Title: Parameter Estimation of Birnbaum-Saunders Distribution Under Competing Risks Using the Quantile Variant of the Expectation-Maximization Algorithm
Authors: Chanseok Park; Min Wang
Affiliation: Department of Management Science and Statistics, The University of Texas at San Antonio, San Antonio, TX 78249, USA
Abstract: Competing risks models, also known as weakest-link models, are utilized to analyze diverse strength distributions exhibiting multi-modality, often attributed to various types of defects within the material.
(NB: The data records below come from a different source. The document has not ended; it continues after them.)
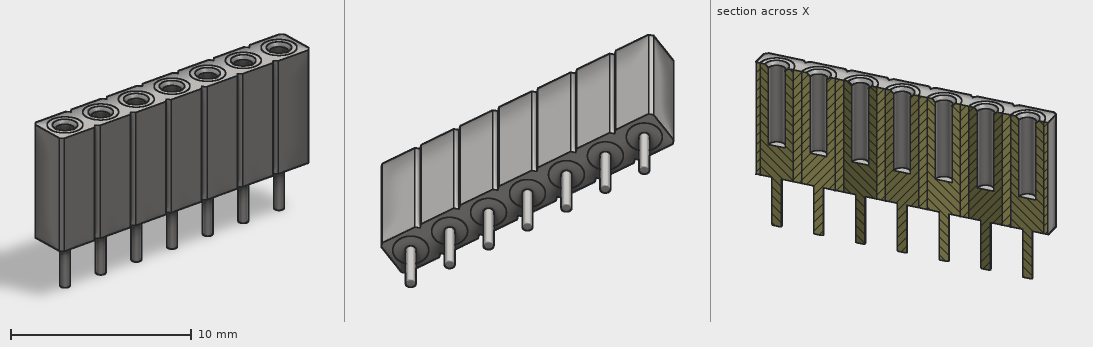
import cadquery as cq

CONTACT_COUNT = 7
ROW_LENGTH = 17.78
PITCH = ROW_LENGTH / CONTACT_COUNT
HOUSING_WIDTH = PITCH
HOUSING_HEIGHT = 7.0
CELL_FLAT = 2.13
CORNER_CHAMFER = (PITCH - CELL_FLAT) / 2

SLEEVE_DIAMETER = 2.0
SOCKET_DIAMETER = 1.0
SOCKET_MOUTH_DIAMETER = 1.4
SOCKET_DEPTH = 4.98
LEAD_IN_DEPTH = (SOCKET_MOUTH_DIAMETER - SOCKET_DIAMETER) / 2
TAIL_DIAMETER = 0.6
TAIL_LENGTH = 2.99
TAIL_END_RADIUS = 0.1

CONTACT_POSITIONS = [(0, (i - (CONTACT_COUNT - 1) / 2) * PITCH) for i in range(CONTACT_COUNT)]


def make_housing():
    """Row of corner-chamfered cells, so V grooves form between neighbours, bored for the contacts."""
    cell = (
        cq.Workplane("XY")
        .box(HOUSING_WIDTH, PITCH, HOUSING_HEIGHT, centered=(True, True, False))
        .edges("|Z")
        .chamfer(CORNER_CHAMFER)
    )
    housing = cq.Workplane("XY")
    for x, y in CONTACT_POSITIONS:
        housing = housing.union(cell.translate((x, y, 0)))
    bores = (
        cq.Workplane("XY")
        .pushPoints(CONTACT_POSITIONS)
        .circle(SLEEVE_DIAMETER / 2)
        .extrude(HOUSING_HEIGHT)
    )
    return housing.cut(bores)


def make_contact(x, y):
    """Turned contact: half section in the XZ plane, revolved about Z."""
    sleeve_radius = SLEEVE_DIAMETER / 2
    socket_radius = SOCKET_DIAMETER / 2
    tail_radius = TAIL_DIAMETER / 2
    contact = (
        cq.Workplane("XZ")
        .moveTo(0, -TAIL_LENGTH)
        .lineTo(tail_radius - TAIL_END_RADIUS, -TAIL_LENGTH)
        .radiusArc((tail_radius, -TAIL_LENGTH + TAIL_END_RADIUS), -TAIL_END_RADIUS)
        .lineTo(tail_radius, 0)
        .lineTo(sleeve_radius, 0)
        .lineTo(sleeve_radius, HOUSING_HEIGHT)
        .lineTo(SOCKET_MOUTH_DIAMETER / 2, HOUSING_HEIGHT)
        .lineTo(socket_radius, HOUSING_HEIGHT - LEAD_IN_DEPTH)
        .lineTo(socket_radius, HOUSING_HEIGHT - SOCKET_DEPTH)
        .lineTo(0, HOUSING_HEIGHT - SOCKET_DEPTH)
        .close()
        .revolve(360, (0, 0, 0), (0, 1, 0))
    )
    return contact.translate((x, y, 0))


housing = make_housing()
contacts = [make_contact(x, y) for x, y in CONTACT_POSITIONS]

result = cq.Compound.makeCompound([housing.val(), *[contact.val() for contact in contacts]])

The weakest-link theory posits that a material’s fracture is dictated by its most severe defect. However, multimodal problems can become intricate due to potential censoring, a common constraint stemming from time and cost limitations during experiments. Additionally, determining the mode of failure can be challenging due to factors like the absence of suitable diagnostic tools, costly autopsy procedures, and other obstacles, collectively referred to as the masking problem. In this paper, we investigate the distribution of strength for multimodal failures with censored data. We consider both full and partial maskings and present an EM-type parameter estimate for the Birnbaum-Saunders distribution under competing risks. We compare the results with those obtained from other distributions such as lognormal, Weibull, and Wald (inverse-Gaussian) distributions. The effectiveness of the proposed method is demonstrated through two illustrative examples.